EJR CHO (Eunjeong CHO) is Research Fellow at the Institute for National Security Strategy (INSS), Seoul. Cho is a scholar who attempts to critically engage with the mainstream discussion of International Relations and published many scholarly articles and policy papers including ‘Non-Proliferation Efforts at Risk: A Study of North Korea’s Network for Nuclear and Missile Cooperation’(National Strategy, 2014), ‘Nation Branding for Survival in North Korea: The Arirang Festival and Nuclear Weapons Tests’ (Geopolitics, 2017), and ‘Epistemological Turn in North Korean Studies: Critical Analysis of North Korean Threat Theory’ (North Korea and International Relations, 2018).

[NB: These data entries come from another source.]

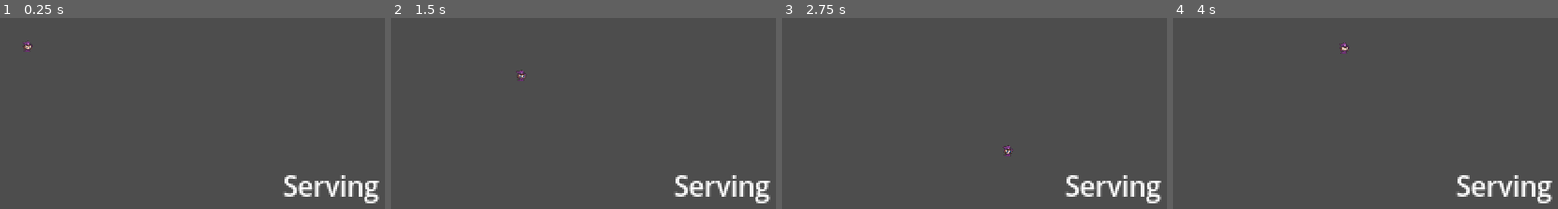
Above: before the commit, frames 1-4 (left to right).
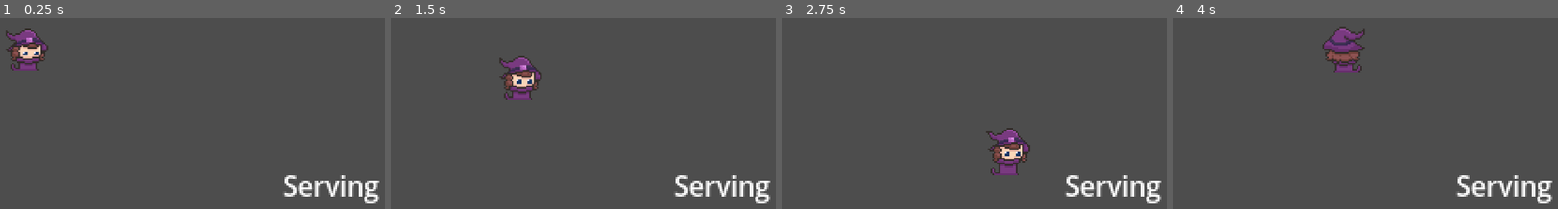
Above: after the commit, the same moments.

Repository: Yatagarasu163/apothecary-allergies
Game: Godot game, scene res://testing_scene.tscn
The game is run twice, just before and just after one commit, with the same random seed, the same clock (stepped at 60 frames per second) and the same inputs. The engine's default icon, where the game draws it, is replaced by a stand-in: a white triangle on a blue panel in a dark square.
Inputs:
- Up to frame 1 (0.25 s): no input
- Up to frame 2 (1.5 s): tap Enter at 0.5 s; hold D (WalkRight) 0.53-1.28 s; tap E (Add) at 0.6 s; hold S (WalkDown) from 1.28 s (still down); tap Space (Dash) at 1.35 s
- Up to frame 3 (2.75 s): release S (WalkDown) at 2.03 s; hold D (WalkRight) from 2.03 s (still down); tap F (Interact) at 2.1 s
- Up to frame 4 (4 s): release D (WalkRight) at 2.78 s; hold W (WalkUp) 2.78-3.53 s; tap E (Add) at 2.85 s; hold A (WalkLeft) from 3.53 s (still down); tap Space (Dash) at 3.6 s

The runs differ from the first frame. In frame 1, 1.6% of the frame differs, in the area x 1-13%, y 5-28%; in frame 2, 1.7%; in frame 3, 1.8%, in the area x 52-65%, y 57-83%; in frame 4, 1.7%.

Commit message:
Witch Animation Complete

Diff:
--- a/Assets/Prefabs/player.tscn
+++ b/Assets/Prefabs/player.tscn
@@ -1,7 +1,55 @@
 [gd_scene format=3 uid="uid://b8pcqjalon378"]
 
 [ext_resource type="Script" uid="uid://c7khxiw0w0l7f" path="res://Assets/Scripts/player.gd" id="1_onrkg"]
-[ext_resource type="Texture2D" uid="uid://fed4v8viydtn" path="res://Assets/Sprites/Sprite Sheets/witch..png" id="2_tgki7"]
+[ext_resource type="Texture2D" uid="uid://k0p637tmcmpp" path="res://Assets/Sprites/Sprite Sheets/witch.png" id="2_tgki7"]
+
+[sub_resource type="AtlasTexture" id="AtlasTexture_tgki7"]
+atlas = ExtResource("2_tgki7")
+region = Rect2(96, 96, 32, 32)
+
+[sub_resource type="AtlasTexture" id="AtlasTexture_iesjv"]
+atlas = ExtResource("2_tgki7")
+region = Rect2(64, 96, 32, 32)
+
+[sub_resource type="AtlasTexture" id="AtlasTexture_j73l1"]
+atlas = ExtResource("2_tgki7")
+region = Rect2(32, 96, 32, 32)
+
+[sub_resource type="AtlasTexture" id="AtlasTexture_8nnst"]
+atlas = ExtResource("2_tgki7")
+region = Rect2(0, 96, 32, 32)
+
+[sub_resource type="AtlasTexture" id="AtlasTexture_7xaxw"]
+atlas = ExtResource("2_tgki7")
+region = Rect2(96, 64, 32, 32)
+
+[sub_resource type="AtlasTexture" id="AtlasTexture_v0672"]
+atlas = ExtResource("2_tgki7")
+region = Rect2(64, 64, 32, 32)
+
+[sub_resource type="AtlasTexture" id="AtlasTexture_2ehil"]
+atlas = ExtResource("2_tgki7")
+region = Rect2(32, 64, 32, 32)
+
+[sub_resource type="AtlasTexture" id="AtlasTexture_b5xh7"]
+atlas = ExtResource("2_tgki7")
+region = Rect2(0, 64, 32, 32)
+
+[sub_resource type="AtlasTexture" id="AtlasTexture_hmsos"]
+atlas = ExtResource("2_tgki7")
+region = Rect2(0, 32, 32, 32)
+
+[sub_resource type="AtlasTexture" id="AtlasTexture_imxiu"]
+atlas = ExtResource("2_tgki7")
+region = Rect2(32, 32, 32, 32)
+
+[sub_resource type="AtlasTexture" id="AtlasTexture_5r2kd"]
+atlas = ExtResource("2_tgki7")
+region = Rect2(64, 32, 32, 32)
+
+[sub_resource type="AtlasTexture" id="AtlasTexture_x3p7f"]
+atlas = ExtResource("2_tgki7")
+region = Rect2(96, 32, 32, 32)
 
 [sub_resource type="AtlasTexture" id="AtlasTexture_ebihn"]
 atlas = ExtResource("2_tgki7")
@@ -19,74 +67,125 @@
 atlas = ExtResource("2_tgki7")
 region = Rect2(96, 0, 32, 32)
 
-[sub_resource type="AtlasTexture" id="AtlasTexture_iesjv"]
-atlas = ExtResource("2_tgki7")
-region = Rect2(0, 64, 32, 32)
-
-[sub_resource type="AtlasTexture" id="AtlasTexture_j73l1"]
-atlas = ExtResource("2_tgki7")
-region = Rect2(32, 64, 32, 32)
-
-[sub_resource type="AtlasTexture" id="AtlasTexture_8nnst"]
-atlas = ExtResource("2_tgki7")
-region = Rect2(64, 64, 32, 32)
-
-[sub_resource type="AtlasTexture" id="AtlasTexture_7xaxw"]
-atlas = ExtResource("2_tgki7")
-region = Rect2(96, 64, 32, 32)
-
-[sub_resource type="AtlasTexture" id="AtlasTexture_v0672"]
+[sub_resource type="AtlasTexture" id="AtlasTexture_fpcuf"]
+atlas = ExtResource("2_tgki7")
+region = Rect2(0, 224, 32, 32)
+
+[sub_resource type="AtlasTexture" id="AtlasTexture_l3xo7"]
+atlas = ExtResource("2_tgki7")
+region = Rect2(32, 224, 32, 32)
+
+[sub_resource type="AtlasTexture" id="AtlasTexture_iyhcw"]
+atlas = ExtResource("2_tgki7")
+region = Rect2(64, 224, 32, 32)
+
+[sub_resource type="AtlasTexture" id="AtlasTexture_u4lcu"]
+atlas = ExtResource("2_tgki7")
+region = Rect2(96, 224, 32, 32)
+
+[sub_resource type="AtlasTexture" id="AtlasTexture_sfrhn"]
+atlas = ExtResource("2_tgki7")
+region = Rect2(0, 192, 32, 32)
+
+[sub_resource type="AtlasTexture" id="AtlasTexture_eot0c"]
+atlas = ExtResource("2_tgki7")
+region = Rect2(32, 192, 32, 32)
+
+[sub_resource type="AtlasTexture" id="AtlasTexture_y5i0y"]
+atlas = ExtResource("2_tgki7")
+region = Rect2(64, 192, 32, 32)
+
+[sub_resource type="AtlasTexture" id="AtlasTexture_tdns3"]
+atlas = ExtResource("2_tgki7")
+region = Rect2(96, 192, 32, 32)
+
+[sub_resource type="AtlasTexture" id="AtlasTexture_xm8wl"]
+atlas = ExtResource("2_tgki7")
+region = Rect2(0, 160, 32, 32)
+
+[sub_resource type="AtlasTexture" id="AtlasTexture_pblxa"]
+atlas = ExtResource("2_tgki7")
+region = Rect2(32, 160, 32, 32)
+
+[sub_resource type="AtlasTexture" id="AtlasTexture_7erfr"]
+atlas = ExtResource("2_tgki7")
+region = Rect2(64, 160, 32, 32)
+
+[sub_resource type="AtlasTexture" id="AtlasTexture_muf8v"]
+atlas = ExtResource("2_tgki7")
+region = Rect2(96, 160, 32, 32)
+
+[sub_resource type="AtlasTexture" id="AtlasTexture_33f4s"]
 atlas = ExtResource("2_tgki7")
 region = Rect2(0, 128, 32, 32)
 
-[sub_resource type="AtlasTexture" id="AtlasTexture_2ehil"]
+[sub_resource type="AtlasTexture" id="AtlasTexture_knfqh"]
 atlas = ExtResource("2_tgki7")
 region = Rect2(32, 128, 32, 32)
 
-[sub_resource type="AtlasTexture" id="AtlasTexture_b5xh7"]
+[sub_resource type="AtlasTexture" id="AtlasTexture_1prxj"]
 atlas = ExtResource("2_tgki7")
 region = Rect2(64, 128, 32, 32)
 
-[sub_resource type="AtlasTexture" id="AtlasTexture_hmsos"]
+[sub_resource type="AtlasTexture" id="AtlasTexture_0c01a"]
 atlas = ExtResource("2_tgki7")
 region = Rect2(96, 128, 32, 32)
-
-[sub_resource type="AtlasTexture" id="AtlasTexture_imxiu"]
-atlas = ExtResource("2_tgki7")
-region = Rect2(0, 96, 32, 32)
-
-[sub_resource type="AtlasTexture" id="AtlasTexture_5r2kd"]
-atlas = ExtResource("2_tgki7")
-region = Rect2(32, 96, 32, 32)
-
-[sub_resource type="AtlasTexture" id="AtlasTexture_x3p7f"]
-atlas = ExtResource("2_tgki7")
-region = Rect2(64, 96, 32, 32)
-
-[sub_resource type="AtlasTexture" id="AtlasTexture_fpcuf"]
-atlas = ExtResource("2_tgki7")
-region = Rect2(96, 96, 32, 32)
-
-[sub_resource type="AtlasTexture" id="AtlasTexture_l3xo7"]
-atlas = ExtResource("2_tgki7")
-region = Rect2(0, 32, 32, 32)
-
-[sub_resource type="AtlasTexture" id="AtlasTexture_iyhcw"]
-atlas = ExtResource("2_tgki7")
-region = Rect2(32, 32, 32, 32)
-
-[sub_resource type="AtlasTexture" id="AtlasTexture_u4lcu"]
-atlas = ExtResource("2_tgki7")
-region = Rect2(64, 32, 32, 32)
-
-[sub_resource type="AtlasTexture" id="AtlasTexture_sfrhn"]
-atlas = ExtResource("2_tgki7")
-region = Rect2(96, 32, 32, 32)
 
 [sub_resource type="SpriteFrames" id="SpriteFrames_eot0c"]
 animations = [{
 "frames": [{
 "duration": 1.0,
+"texture": SubResource("AtlasTexture_tgki7")
+}, {
+"duration": 1.0,
+"texture": SubResource("AtlasTexture_iesjv")
+}, {
+"duration": 1.0,
+"texture": SubResource("AtlasTexture_j73l1")
+}, {
+"duration": 1.0,
+"texture": SubResource("AtlasTexture_8nnst")
+}],
+"loop": true,
+"name": &"Idle_LeftBack",
+"speed": 5.0
+}, {
+"frames": [{
+"duration": 1.0,
+"texture": SubResource("AtlasTexture_7xaxw")
+}, {
+"duration": 1.0,
+"texture": SubResource("AtlasTexture_v0672")
+}, {
+"duration": 1.0,
+"texture": SubResource("AtlasTexture_2ehil")
+}, {
+"duration": 1.0,
+"texture": SubResource("AtlasTexture_b5xh7")
+}],
+"loop": true,
+"name": &"Idle_LeftFront",
+"speed": 5.0
+}, {
+"frames": [{
+"duration": 1.0,
+"texture": SubResource("AtlasTexture_hmsos")
+}, {
+"duration": 1.0,
+"texture": SubResource("AtlasTexture_imxiu")
+}, {
+"duration": 1.0,
+"texture": SubResource("AtlasTexture_5r2kd")
+}, {
+"duration": 1.0,
+"texture": SubResource("AtlasTexture_x3p7f")
+}],
+"loop": true,
+"name": &"Idle_RightBack",
+"speed": 5.0
+}, {
+"frames": [{
+"duration": 1.0,
 "texture": SubResource("AtlasTexture_ebihn")
 }, {
 "duration": 1.0,
@@ -99,61 +198,13 @@
 "texture": SubResource("AtlasTexture_1kvxw")
 }],
 "loop": true,
-"name": &"idle",
-"speed": 5.0
-}, {
-"frames": [{
-"duration": 1.0,
-"texture": SubResource("AtlasTexture_iesjv")
-}, {
-"duration": 1.0,
-"texture": SubResource("AtlasTexture_j73l1")
-}, {
-"duration": 1.0,
-"texture": SubResource("AtlasTexture_8nnst")
-}, {
-"duration": 1.0,
-"texture": SubResource("AtlasTexture_7xaxw")
-}],
-"loop": true,
-"name": &"left_down",
-"speed": 5.0
-}, {
-"frames": [{
-"duration": 1.0,
-"texture": SubResource("AtlasTexture_v0672")
-}, {
-"duration": 1.0,
-"texture": SubResource("AtlasTexture_2ehil")
-}, {
-"duration": 1.0,
-"texture": SubResource("AtlasTexture_b5xh7")
-}, {
-"duration": 1.0,
-"texture": SubResource("AtlasTexture_hmsos")
-}],
-"loop": true,
-"name": &"left_up",
-"speed": 5.0
-}, {
-"frames": [{
-"duration": 1.0,
-"texture": SubResource("AtlasTexture_imxiu")
-}, {
-"duration": 1.0,
-"texture": SubResource("AtlasTexture_5r2kd")
-}, {
-"duration": 1.0,
-"texture": SubResource("AtlasTexture_x3p7f")
-}, {
+"name": &"Idle_RightFront",
+"speed": 5.0
+}, {
+"frames": [{
 "duration": 1.0,
 "texture": SubResource("AtlasTexture_fpcuf")
-}],
-"loop": true,
-"name": &"right_down",
-"speed": 5.0
-}, {
-"frames": [{
+}, {
 "duration": 1.0,
 "texture": SubResource("AtlasTexture_l3xo7")
 }, {
@@ -162,12 +213,60 @@
 }, {
 "duration": 1.0,
 "texture": SubResource("AtlasTexture_u4lcu")
-}, {
+}],
+"loop": true,
+"name": &"Walk_LeftBack",
+"speed": 5.0
+}, {
+"frames": [{
 "duration": 1.0,
 "texture": SubResource("AtlasTexture_sfrhn")
-}],
-"loop": true,
-"name": &"right_up",
+}, {
+"duration": 1.0,
+"texture": SubResource("AtlasTexture_eot0c")
+}, {
+"duration": 1.0,
+"texture": SubResource("AtlasTexture_y5i0y")
+}, {
+"duration": 1.0,
+"texture": SubResource("AtlasTexture_tdns3")
+}],
+"loop": true,
+"name": &"Walk_LeftFront",
+"speed": 5.0
+}, {
+"frames": [{
+"duration": 1.0,
+"texture": SubResource("AtlasTexture_xm8wl")
+}, {
+"duration": 1.0,
+"texture": SubResource("AtlasTexture_pblxa")
+}, {
+"duration": 1.0,
+"texture": SubResource("AtlasTexture_7erfr")
+}, {
+"duration": 1.0,
+"texture": SubResource("AtlasTexture_muf8v")
+}],
+"loop": true,
+"name": &"Walk_RightBack",
+"speed": 5.0
+}, {
+"frames": [{
+"duration": 1.0,
+"texture": SubResource("AtlasTexture_33f4s")
+}, {
+"duration": 1.0,
+"texture": SubResource("AtlasTexture_knfqh")
+}, {
+"duration": 1.0,
+"texture": SubResource("AtlasTexture_1prxj")
+}, {
+"duration": 1.0,
+"texture": SubResource("AtlasTexture_0c01a")
+}],
+"loop": true,
+"name": &"Walk_RightFront",
 "speed": 5.0
 }]
 
@@ -178,8 +277,9 @@
 script = ExtResource("1_onrkg")
 
 [node name="Player Sprite" type="AnimatedSprite2D" parent="." unique_id=1286987361]
+scale = Vector2(4, 4)
 sprite_frames = SubResource("SpriteFrames_eot0c")
-animation = &"right_up"
+animation = &"Walk_LeftBack"
 
 [node name="Player Collider" type="CollisionShape2D" parent="." unique_id=601112474]
 position = Vector2(0, -2.9802322e-06)
--- a/Assets/Scripts/player.gd
+++ b/Assets/Scripts/player.gd
@@ -1,13 +1,20 @@
 extends CharacterBody2D;
 
+@export_category("Movement")
 @export var base_speed: int = 350;
 @export var dash_speed: int = 600;
 @export var dash_duration: float = 0.01;
 @export var dash_cooldown: float = 3.0;
 var current_dash_cooldown: float = 0.0;
 
+@onready var anim := $"Player Sprite"
+
+var walkedRight: bool = true
+var walkedDown: bool = true
+var moveDirection: Vector2
+
 func handleInput():
-	var moveDirection = Input.get_vector("WalkLeft","WalkRight","WalkUp","WalkDown")
+	moveDirection = Input.get_vector("WalkLeft","WalkRight","WalkUp","WalkDown")
 	velocity = moveDirection * base_speed;
 
 	if Input.is_action_just_pressed("Dash") && current_dash_cooldown <= 0:
@@ -16,8 +23,27 @@
 		await get_tree().create_timer(dash_cooldown).timeout;
 		velocity = moveDirection * base_speed;
 
+func handleSpriteAnim() -> void:
+	if Input.is_action_just_pressed("WalkRight"): walkedRight = true
+	if Input.is_action_just_pressed("WalkLeft"): walkedRight = false
+	if Input.is_action_just_pressed("WalkDown"): walkedDown = true
+	if Input.is_action_just_pressed("WalkUp"): walkedDown = false
+
+	var animName: String = ""
+	if moveDirection != Vector2.ZERO: animName = "Walk_"
+	else: animName = "Idle_"
+	if walkedRight: animName += "Right"
+	else: animName += "Left"
+	if walkedDown: animName += "Front"
+	else: animName += "Back"
+
+	anim.play(animName)
+
+	pass
+
 func _physics_process(delta: float) -> void:
 	handleInput()
+	handleSpriteAnim()
 	move_and_slide()
 	if current_dash_cooldown > 0:
 		current_dash_cooldown -= delta;
Binary file removed: Assets/Sprites/Sprite Sheets/witch..png
Binary file added: Assets/Sprites/Sprite Sheets/witch.png
Not shown, changed: Assets/Sprites/Sprite Sheets/witch.png.import

Currently, Cho is working on the issue of geopolitical implications of European countries’ Indo-Pacific Strategy.

 

Tae-Kyung KIM is Associate Research Fellow at the National Assembly Futures Institute, South Korea. Her research interests include inter-Korean relations, North Korean politics and culture, and Cold War studies in Northeast Asia. She holds a Ph.D. in Political Science from Seoul National University.